As it turns out, the initial answer, at least against lesser opposition, is just fine. Ohio State opened with 42 points, five touchdowns and just one punt — in the first half. Two quarters later, the Buckeyes had stomped the Beavers, nominally another power-conference team, 77-31.

Quarterback Dwayne Haskins — a sophomore with the daunting task of replacing Barrett, the on-and-off starter the past four seasons — set a team record for a first-time quarterback with five touchdown passes. The senior running back Mike Weber added three more on the ground. And Ryan Day, the Buckeyes’ co-offensive coordinator and acting head coach, offered only boilerplate about how things went.

“My job is not to replace coach Meyer,” he said. “My job is to just keep this place until he gets back.”

Though no one would have wanted it this way, the Meyer suspension may benefit Day in the long term. A few months from now, a half-dozen or more head-coaching jobs at prominent programs are bound to be vacant. Day already had a strong résumé, as a 39-year-old acolyte of Chip Kelly (who on Saturday lost his first game as UCLA’s head coach). Now he has the opportunity to steer the Buckeyes through an entire fall camp and through three games — the Oregon State victory, a game against Rutgers next week, and another away to No. 16 Texas Christian (1-0) on Sept. 15 — as the effective head coach.

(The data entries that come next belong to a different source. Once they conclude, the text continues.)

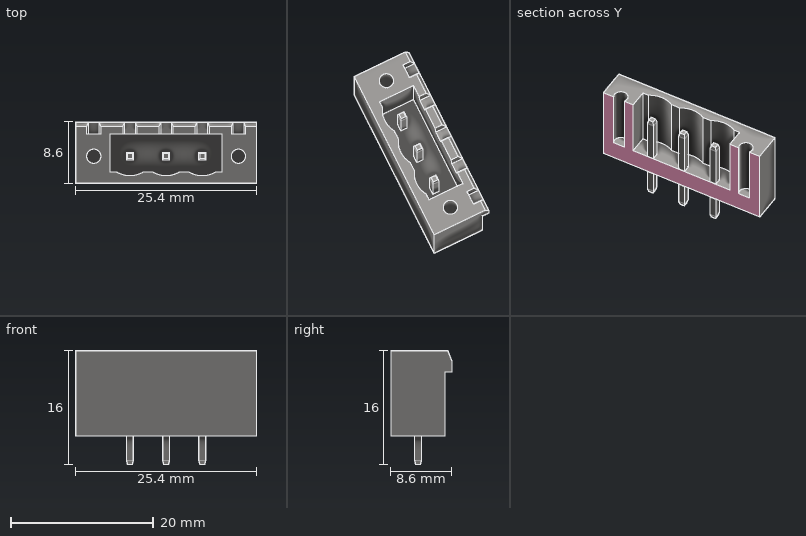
import cadquery as cq


PITCH = 5.08
PIN_COUNT = 3
PIN_WIDTH = 1.0
PIN_TIP_WIDTH = 0.7
PIN_TAPER = 0.6
PIN_TAIL_LENGTH = 4.0
PIN_TOP = 10.0

POSITION_COUNT = PIN_COUNT + 2
LENGTH = PITCH * POSITION_COUNT
HEIGHT = 12.0
FRONT_Y = -3.8
BACK_Y = 3.8

LEDGE_OVERHANG = 1.0
LEDGE_HEIGHT = 3.0
LEDGE_BEVEL_DEPTH = 0.6
LEDGE_BEVEL_HEIGHT = 1.5
LEDGE_Y = BACK_Y + LEDGE_OVERHANG

NOTCH_TOP_WIDTH = 2.0
NOTCH_FLOOR_WIDTH = 1.5
NOTCH_DEPTH = LEDGE_BEVEL_HEIGHT

CAVITY_LENGTH = 15.7
CAVITY_FRONT_Y = -2.2
CAVITY_BACK_Y = 3.1
CAVITY_FLOOR = 3.0
BAY_WIDTH = 3.8
BAY_DEPTH = 0.54
BAY_RADIUS = ((BAY_WIDTH / 2) ** 2 + BAY_DEPTH**2) / (2 * BAY_DEPTH)

MOUNT_HOLE_DIAMETER = 2.0
MOUNT_HOLE_DEPTH = HEIGHT - CAVITY_FLOOR


def row_positions(count):
    """X positions of a centred row at the pin pitch."""
    return [(index - (count - 1) / 2) * PITCH for index in range(count)]


def make_housing():
    """Side profile with the bevelled ledge, extruded along the row."""
    profile = [
        (FRONT_Y, 0),
        (BACK_Y, 0),
        (BACK_Y, HEIGHT - LEDGE_HEIGHT),
        (LEDGE_Y, HEIGHT - LEDGE_HEIGHT),
        (LEDGE_Y, HEIGHT - LEDGE_BEVEL_HEIGHT),
        (LEDGE_Y - LEDGE_BEVEL_DEPTH, HEIGHT),
        (FRONT_Y, HEIGHT),
    ]
    return cq.Workplane("YZ").polyline(profile).close().extrude(LENGTH / 2, both=True)


def make_cavity():
    """Rectangular pocket plus the round bays in its front wall."""
    depth = HEIGHT - CAVITY_FLOOR
    cavity_width = CAVITY_BACK_Y - CAVITY_FRONT_Y
    floor = cq.Workplane("XY").workplane(offset=CAVITY_FLOOR)
    cavity = (
        floor.center(0, (CAVITY_FRONT_Y + CAVITY_BACK_Y) / 2)
        .rect(CAVITY_LENGTH, cavity_width)
        .extrude(depth)
    )
    bay_centre_y = CAVITY_FRONT_Y - BAY_DEPTH + BAY_RADIUS
    for x in row_positions(PIN_COUNT):
        bay = floor.center(x, bay_centre_y).circle(BAY_RADIUS).extrude(depth)
        front_half = floor.center(x, CAVITY_FRONT_Y).rect(BAY_WIDTH, 2 * BAY_DEPTH).extrude(depth)
        cavity = cavity.union(bay.intersect(front_half))
    return cavity


def make_notch(x):
    """Notch with sloping sides, open at the top and at the back."""
    floor_z = HEIGHT - NOTCH_DEPTH
    section = [
        (x - NOTCH_FLOOR_WIDTH / 2, floor_z),
        (x + NOTCH_FLOOR_WIDTH / 2, floor_z),
        (x + NOTCH_TOP_WIDTH / 2, HEIGHT),
        (x - NOTCH_TOP_WIDTH / 2, HEIGHT),
    ]
    start = cq.Workplane("XZ", origin=(0, CAVITY_BACK_Y, 0))
    return start.polyline(section).close().extrude(CAVITY_BACK_Y - LEDGE_Y)


def make_mount_hole(x):
    top = cq.Workplane("XY", origin=(x, 0, HEIGHT))
    return top.circle(MOUNT_HOLE_DIAMETER / 2).extrude(-MOUNT_HOLE_DEPTH)


def make_pin(x):
    """Square pin tapered at both ends."""
    shank_bottom = PIN_TAPER - PIN_TAIL_LENGTH
    shank_top = PIN_TOP - PIN_TAPER
    pin = (
        cq.Workplane("XY", origin=(x, 0, shank_bottom))
        .rect(PIN_WIDTH, PIN_WIDTH)
        .extrude(shank_top - shank_bottom)
    )
    for tip_base, taper in ((shank_top, PIN_TAPER), (shank_bottom, -PIN_TAPER)):
        tip = (
            cq.Workplane("XY", origin=(x, 0, tip_base))
            .rect(PIN_WIDTH, PIN_WIDTH)
            .workplane(offset=taper)
            .rect(PIN_TIP_WIDTH, PIN_TIP_WIDTH)
            .loft()
        )
        pin = pin.union(tip)
    return pin


result = make_housing().cut(make_cavity())

position_xs = row_positions(POSITION_COUNT)
for position_x in position_xs:
    result = result.cut(make_notch(position_x))

for mount_x in (position_xs[0], position_xs[-1]):
    result = result.cut(make_mount_hole(mount_x))

for pin_x in row_positions(PIN_COUNT):
    result = result.union(make_pin(pin_x))

In the offseason, will he replace former Meyer assistant Chris Ash at Rutgers if the Scarlet Knights have another rough year? Or former Meyer assistant D.J. Durkin, who is suspended by Maryland amid an investigation into a Terrapins player’s death in June? Perhaps.

Or maybe he will have a shot at one of college football’s best jobs, head coach at Texas, should the Longhorns prematurely tire of Tom Herman — another former Meyer assistant — after a couple seasons of underperformance?

Few could fault Herman, who previously went 22-4 at Houston, for last season’s 7-6 record: That was his first year in Austin, and the mark actually was an improvement on all three preceding seasons of the Charlie Strong era.

But Texas failed to beat a far less talented and more chaotic Maryland (1-0) on Saturday. Now the Longhorns (0-1), who play No. 15 Southern California (1-0) in two weeks before embarking on their Big 12 gauntlet, are risking regression.

Herman has not been untainted by developments in Columbus, either: Last week, Ohio State confirmed that he was the previously unnamed fellow assistant coach who had attended a Florida strip club with Zach Smith, the fired assistant whose behavior has now tainted Meyer. Chances are leading the proud Longhorns to their fourth losing season in the past five — with a roughly $5.5 million salary — could prove far worse for Herman’s career prospects.

(STORY CAN END HERE. OPTIONAL MATERIAL FOLLOWS.)

Meanwhile, at Ohio State’s rivals to the north, Jim Harbaugh is also an offense-first coach, a successful Michigan and NFL quarterback who later shepherded the college career of Andrew Luck and the pro career of Colin Kaepernick.

Yet in Harbaugh’s three full seasons at Michigan, the Wolverines’ calling card has been on the defensive side of the ball. That would be all well and good if the offense did enough to compensate, but after two 10-3 seasons, struggles on offense held Michigan to 8-5 last year and, on Saturday, led to a 24-17 season-opening defeat at No. 12 Notre Dame.

Quarterback Shea Patterson, a junior who transferred from Mississippi, was supposed to answer Michigan’s offensive problems. Instead Notre Dame’s Brandon Wimbush, a redshirt junior, looked like the stud, supplementing an efficient passing day with 59 yards on the ground. Time and again he eluded Michigan’s rushers and turned potential sacks into gains. In contrast, Michigan’s hopes for a comeback in the final minutes died when Patterson fumbled the ball on a sack.

Fans of No. 14 Michigan (0-1) will take rightful comfort in their team’s coach not having to serve a three-game suspension for a failure of leadership. And Notre Dame may prove a tough out for all comers this season. Still, the fact remains that Michigan scored one offensive touchdown in its season-opener, and its toughest tests are likely still to come.

Barring the unforeseen, Meyer will be back on Ohio State’s sideline when the Wolverines face the Buckeyes in Columbus on Nov. 24.